■ About this task ■
Copy all records exactly, excluding images.

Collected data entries
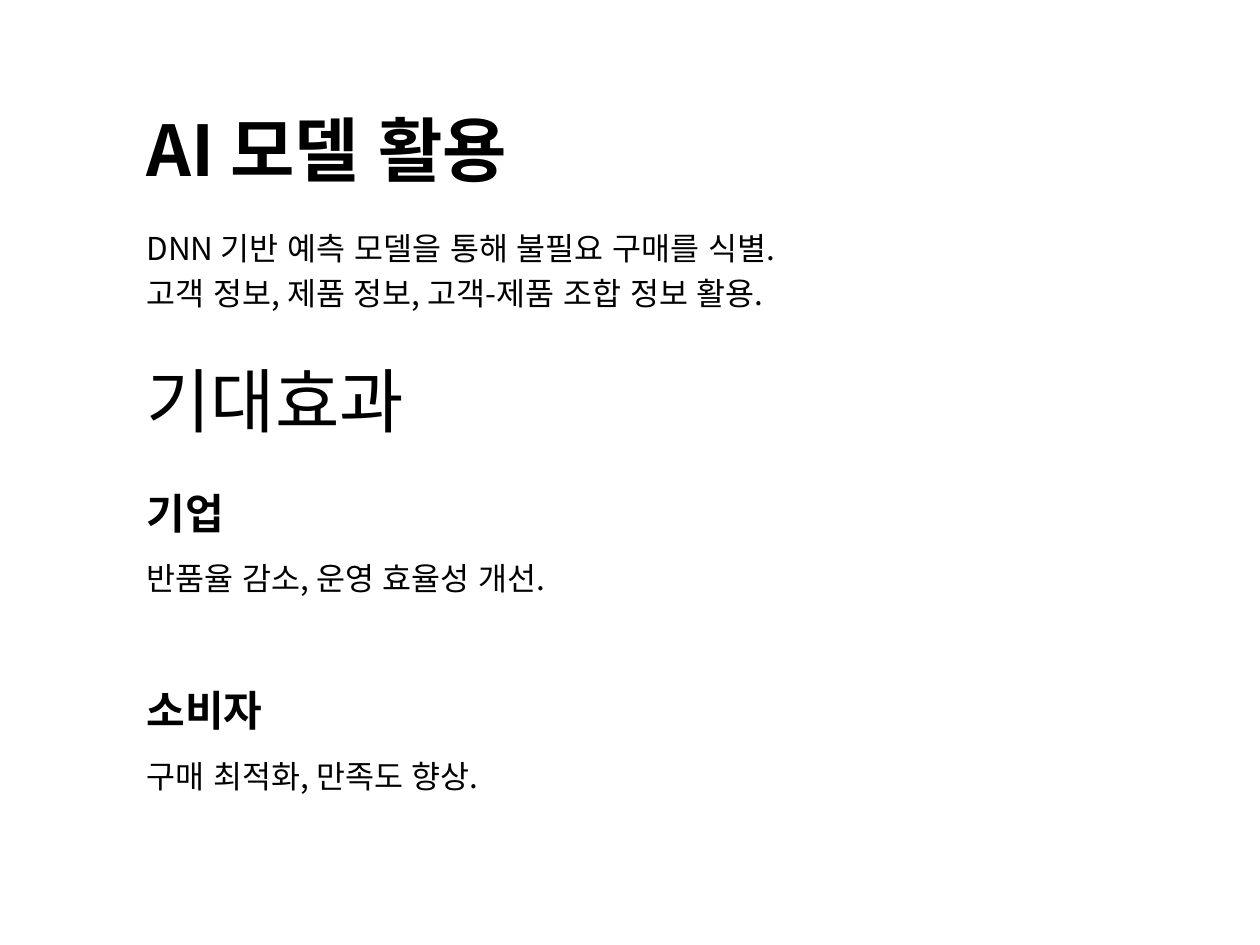
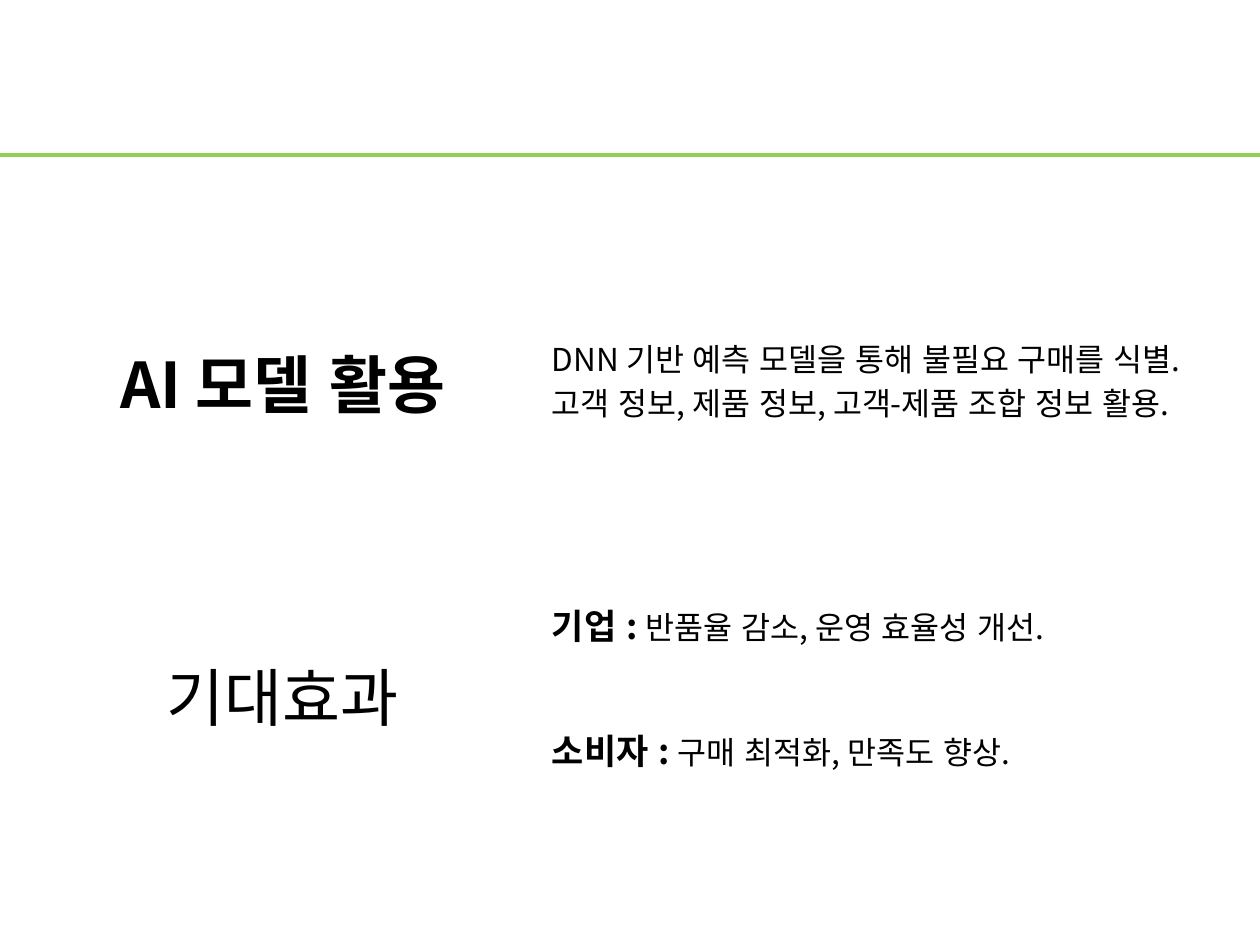
Before and after one commit to WasVelinn/1stPerSonalProjecT, a slide deck: slide 11 of 프레젠테이션1.pptx. Drawn at 1260x945 pixels with LibreOffice and Linux fonts; fonts in the diff are those of the drawing. Boxes give left, top, right and bottom in pixels: in the first picture for what was removed or moved away, otherwise in the second. Text is boxed around its words. In the diff, an @@ line names an element or a change of style, - is before the commit and + after.

```diff
--- a/프레젠테이션1.pptx
+++ b/프레젠테이션1.pptx
@@ line added from (0, 155) to (1260, 155), #92D050 2.25 pt @@
@@ title "AI 모델 활용": place and size @@
-title "AI 모델 활용" at (146, 117, 507, 183)
+title "AI 모델 활용" at (120, 354, 445, 414)
@@ title "AI 모델 활용" at (120, 354, 445, 414): size 40 to 36 pt; alignment left to centre @@
@@ text "DNN 기반 예측 모델을 통해 ...": place and size @@
-text "DNN 기반 예측 모델을 통해 ..." at (146, 234, 775, 311)
+text "DNN 기반 예측 모델을 통해 ..." at (552, 345, 1181, 421)
@@ text at (552, 609, 1045, 770): text changed @@
-기업
-반품율 감소, 운영 효율성 개선.
-소비자
-구매 최적화, 만족도 향상.
+기업 : 반품율 감소, 운영 효율성 개선.
+소비자 : 구매 최적화, 만족도 향상.
@@ text "기대효과" at (167, 669, 399, 726): size 40 to 36 pt; alignment left to centre @@
@@ text "기대효과": place and size @@
-text "기대효과" at (146, 369, 403, 433)
+text "기대효과" at (167, 669, 399, 726)
```
Also in this commit, not shown: 39 other slides changed, 2 slides added, 2 slides removed, 18 other files.

■ Solution for this exercise ■
Before and after one commit to WasVelinn/1stPerSonalProjecT, a slide deck: slide 11 of 프레젠테이션1.pptx. Drawn at 1260x945 pixels with LibreOffice and Linux fonts; fonts in the diff are those of the drawing. Boxes give left, top, right and bottom in pixels: in the first picture for what was removed or moved away, otherwise in the second. Text is boxed around its words. In the diff, an @@ line names an element or a change of style, - is before the commit and + after.

```diff
--- a/프레젠테이션1.pptx
+++ b/프레젠테이션1.pptx
@@ line added from (0, 155) to (1260, 155), #92D050 2.25 pt @@
@@ title "AI 모델 활용": place and size @@
-title "AI 모델 활용" at (146, 117, 507, 183)
+title "AI 모델 활용" at (120, 354, 445, 414)
@@ title "AI 모델 활용" at (120, 354, 445, 414): size 40 to 36 pt; alignment left to centre @@
@@ text "DNN 기반 예측 모델을 통해 ...": place and size @@
-text "DNN 기반 예측 모델을 통해 ..." at (146, 234, 775, 311)
+text "DNN 기반 예측 모델을 통해 ..." at (552, 345, 1181, 421)
@@ text at (552, 609, 1045, 770): text changed @@
-기업
-반품율 감소, 운영 효율성 개선.
-소비자
-구매 최적화, 만족도 향상.
+기업 : 반품율 감소, 운영 효율성 개선.
+소비자 : 구매 최적화, 만족도 향상.
@@ text "기대효과" at (167, 669, 399, 726): size 40 to 36 pt; alignment left to centre @@
@@ text "기대효과": place and size @@
-text "기대효과" at (146, 369, 403, 433)
+text "기대효과" at (167, 669, 399, 726)
```
Also in this commit, not shown: 39 other slides changed, 2 slides added, 2 slides removed, 18 other files.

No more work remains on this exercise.